Однажды поздно ночью Платон Егорович пришел к дочери и сказал:

- Ты вот что, Людок. Если у тебя парня какого нет на примете и в скорости еще не будет, давай или я к тебе вселюсь, или ты в общежитие исполкомовское, где мне комнатенку все же подкинули. Я человек пожилой, хоть и всегда на людях, а бывает такой момент, один сам с собой остаюсь. Ну и начинает ломиться в голову всякая глупая мысль. Невмоготу одному.

А тут, понимаешь, приблудился к одной врачихе из больницы. Сначала лечиться ходил. Мотивировал себе тем, что она уколы мне делает из доброты в нерабочее время. Привык, посещал, беседовал.

- Если хороший человек! Ну что ты, папа...

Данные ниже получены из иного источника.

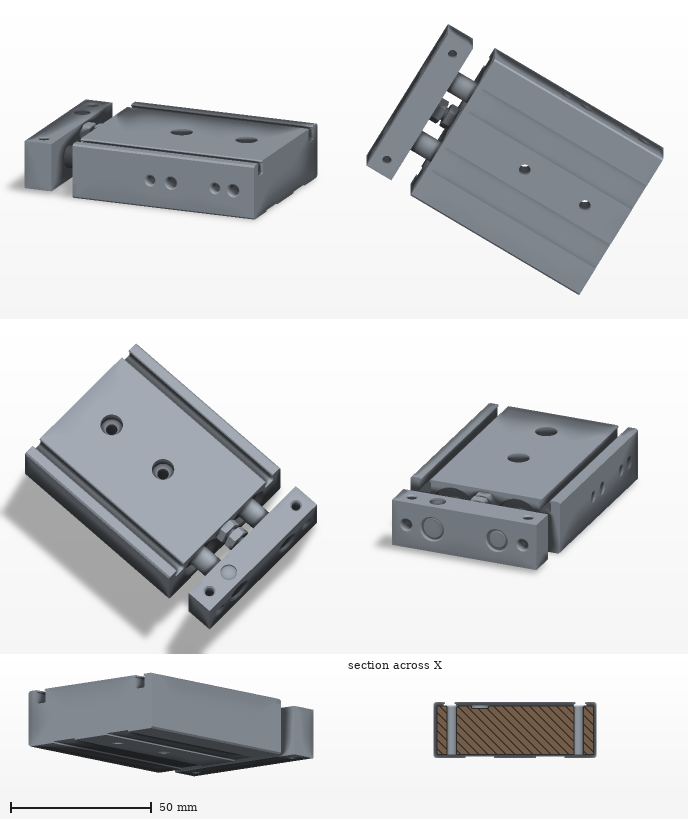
import cadquery as cq
import math


total_length = 89
plate_length = 10.3
housing_length = 70.1
housing_width = 58.0
housing_height = 20.0
plate_width = 56.0
plate_height = 17.5
housing_front = total_length - housing_length
housing_top = housing_height / 2
housing_side = housing_width / 2
plate_top = plate_height / 2
edge_chamfer = 0.6

slot_edge_distance = 5.8
slot_offset = housing_side - slot_edge_distance
slot_top_width = 4.1
slot_mouth_width = 3.4
slot_width = 4.45
slot_depth = 5.0
slot_lip_bevel_depth = 0.4
slot_lip_edge_depth = 0.6
slot_lip_depth = 1.0
slot_floor_chamfer = 0.45

channel_width = 10.2
channel_depth = 0.5

rod_offset = 12.505
rod_diameter = 8
bore_diameter = 16
bore_mouth_diameter = 17.0
bore_depth = 2.7

mount_stations = (30.0, 55.0)
mount_diameter = 4.1
mount_head_diameter = 8
mount_head_depth = 4.45

port_stations = (38.0, 62.0)
side_hole_depth = 5.3

small_tap_diameter = 3.2
small_tap_mouth = 4.4
large_tap_diameter = 4.1
large_tap_mouth = 5.0

plate_hole_offset = 22.5
plate_tap_depth = 3.0

recess_depth = 1.25
rod_end_bevel = 0.4
left_recess_mouth = 9.4
left_recess_diameter = 8.5
left_end_diameter = 8
right_recess_mouth = 8.8
right_recess_diameter = 8
right_end_diameter = 6.8

set_screw_diameter = 6.0
set_screw_depth = 0.9

bolt_height = 4.8
neck_diameter = 4.4
shank_diameter = 5.0
hex_across_flats = 8
hex_corner_diameter = hex_across_flats / math.cos(math.pi / 6)
hex_face_diameter = 8
hex_bevel_length = 0.3
neck_length = 1.2
nut_start = plate_length + neck_length
nut_length = 3.3
head_length = 2.9


def cylinder(start, direction, diameter, length):
    """Solid cylinder that grows from a start point along a direction."""
    return cq.Workplane(obj=cq.Solid.makeCylinder(
        diameter / 2, length, cq.Vector(*start), cq.Vector(*direction)))


def chamfered_hole(start, direction, diameter, mouth_diameter, depth):
    """Cutter for a hole whose mouth has a 45 degree chamfer."""
    mouth_depth = (mouth_diameter - diameter) / 2
    mouth = cq.Solid.makeCone(
        mouth_diameter / 2, diameter / 2, mouth_depth, cq.Vector(*start), cq.Vector(*direction))
    return cylinder(start, direction, diameter, depth).union(cq.Workplane(obj=mouth))


def slot_cutter(center_y):
    """Undercut slot between two bevelled lips, as long as the housing."""
    half_profile = [
        (slot_top_width / 2, 0),
        (slot_mouth_width / 2, -slot_lip_bevel_depth),
        (slot_mouth_width / 2, -slot_lip_edge_depth),
        (slot_width / 2, -slot_lip_depth),
        (slot_width / 2, slot_floor_chamfer - slot_depth),
        (slot_width / 2 - slot_floor_chamfer, -slot_depth),
    ]
    mirrored_half = [(-y, z) for y, z in reversed(half_profile)]
    return (
        cq.Workplane("YZ", origin=(housing_front, center_y, housing_top))
        .polyline(half_profile + mirrored_half)
        .close()
        .extrude(housing_length)
    )


def make_housing():
    """Slotted housing block with rod bores, mounting holes and side holes."""
    housing = (
        cq.Workplane("XY")
        .box(housing_length, housing_width, housing_height)
        .translate((housing_front + housing_length / 2, 0, 0))
        .edges("|X")
        .chamfer(edge_chamfer)
    )
    for side in (-1, 1):
        housing = housing.cut(slot_cutter(side * slot_offset))

        channel = cq.Workplane("XY").box(housing_length, channel_width, 2 * channel_depth).translate(
            (housing_front + housing_length / 2, side * rod_offset, -housing_top))
        housing = housing.cut(channel)

        bore_center = (housing_front, side * rod_offset, 0)
        housing = housing.cut(
            chamfered_hole(bore_center, (1, 0, 0), bore_diameter, bore_mouth_diameter, bore_depth))

    for station in mount_stations:
        top_center = (housing_front + station, 0, housing_top)
        housing = housing.cut(cylinder(top_center, (0, 0, -1), mount_diameter, housing_height))
        housing = housing.cut(cylinder(top_center, (0, 0, -1), mount_head_diameter, mount_head_depth))

    side_holes = [
        (mount_stations, small_tap_diameter, small_tap_mouth),
        (port_stations, large_tap_diameter, large_tap_mouth),
    ]
    for stations, diameter, mouth_diameter in side_holes:
        for station in stations:
            side_center = (housing_front + station, -housing_side, 0)
            housing = housing.cut(
                chamfered_hole(side_center, (0, 1, 0), diameter, mouth_diameter, side_hole_depth))
    return housing


def rod_end_recess(center_y, mouth_diameter, diameter, end_diameter):
    """Cutter for a chamfered recess in the plate's front, around a bevelled rod end."""
    mouth_depth = (mouth_diameter - diameter) / 2
    end_depth = recess_depth - rod_end_bevel
    return (
        cq.Workplane("XY")
        .polyline([
            (0, 0),
            (0, mouth_diameter / 2),
            (mouth_depth, diameter / 2),
            (recess_depth, diameter / 2),
            (recess_depth, end_diameter / 2),
            (end_depth, end_diameter / 2 - rod_end_bevel),
            (end_depth, 0),
        ])
        .close()
        .revolve(360, (0, 0, 0), (1, 0, 0))
        .translate((0, center_y, 0))
    )


def make_plate():
    """End plate with its threaded holes, rod end recesses and set screw seat."""
    plate = (
        cq.Workplane("XY")
        .box(plate_length, plate_width, plate_height)
        .translate((plate_length / 2, 0, 0))
    )
    for side in (-1, 1):
        hole_y = side * plate_hole_offset
        plate = plate.cut(chamfered_hole(
            (0, hole_y, 0), (1, 0, 0), large_tap_diameter, large_tap_mouth, plate_tap_depth))
        plate = plate.cut(chamfered_hole(
            (plate_length / 2, hole_y, plate_top), (0, 0, -1),
            small_tap_diameter, small_tap_mouth, plate_height))

    plate = plate.cut(rod_end_recess(
        rod_offset, left_recess_mouth, left_recess_diameter, left_end_diameter))
    plate = plate.cut(rod_end_recess(
        -rod_offset, right_recess_mouth, right_recess_diameter, right_end_diameter))
    return plate.cut(cylinder(
        (plate_length / 2, rod_offset, plate_top), (0, 0, -1), set_screw_diameter, set_screw_depth))


def make_hexagon(start, length):
    """Hexagonal nut along X, flats on top and bottom, with both ends bevelled."""
    prism = (
        cq.Workplane("YZ", origin=(start, 0, bolt_height))
        .polygon(6, hex_corner_diameter)
        .extrude(length)
    )
    bevelled_blank = (
        cq.Workplane("XY")
        .polyline([
            (0, 0),
            (0, hex_face_diameter / 2),
            (hex_bevel_length, hex_corner_diameter / 2),
            (length - hex_bevel_length, hex_corner_diameter / 2),
            (length, hex_face_diameter / 2),
            (length, 0),
        ])
        .close()
        .revolve(360, (0, 0, 0), (1, 0, 0))
        .translate((start, 0, bolt_height))
    )
    return prism.intersect(bevelled_blank)


def make_stop_bolt():
    """Bolt with a lock nut, whose head rests against the housing front."""
    head_start = housing_front - head_length
    neck = cylinder((plate_length, 0, bolt_height), (1, 0, 0), neck_diameter, neck_length)
    shank = cylinder((nut_start, 0, bolt_height), (1, 0, 0), shank_diameter, head_start - nut_start)
    nut = make_hexagon(nut_start, nut_length)
    head = make_hexagon(head_start, head_length)
    return neck.union(shank).union(nut).union(head)


def make_slide():
    """End plate with its two rods and the stop bolt, as one body.

    The rods end on the floors of the housing bores.
    """
    slide = make_plate().union(make_stop_bolt())
    rod_length = housing_front + bore_depth - plate_length
    for side in (-1, 1):
        rod = cylinder((plate_length, side * rod_offset, 0), (1, 0, 0), rod_diameter, rod_length)
        slide = slide.union(rod)
    return slide


housing = make_housing()
slide = make_slide()
result = cq.Compound.makeCompound([housing.val(), slide.val()])

- Хороших людей сейчас много, - рассердился Платон Егорович. - Куда ни сунься, а попадется такой, что хоть без головного убора стой. Перед многими тут надо шапку снимать и с непокрытой головой разговаривать. Я тебе что толкую. Если у тебя свой личный план имеется, не возражаю. Приткнуться куда на семейную жизнь я хоть завтра могу, без призора не останусь, не бойся. Но если у тебя нет ничего такого пока подходящего, потерпи отца при себе еще некоторое время. Я ведь человек старого прошлого, мне надо родственного человека при себе иметь. Ну, чтоб и покричать когда, и позаботиться, и о таком поговорить, чего с другим не получится. Отдохнуть душой, что ли. В тебе моя кровь и материна, которая мне до самого конца жизни светит. Я уже пожилой, можно сказать старый. А если выдам тебя замуж, буду в дом к вам ходить. Дети у тебя пойдут, совсем приятно. Все выходные у тебя, а так женюсь, она может и на себя выходные потребовать.

- Я очень рада, папа. Мне тоже плохо одной, только я тебе не говорила. - И тут же строптиво упрекнула: - Ну что ж, раз она хорошая, женись. В конце концов, я могу и у вас поселиться.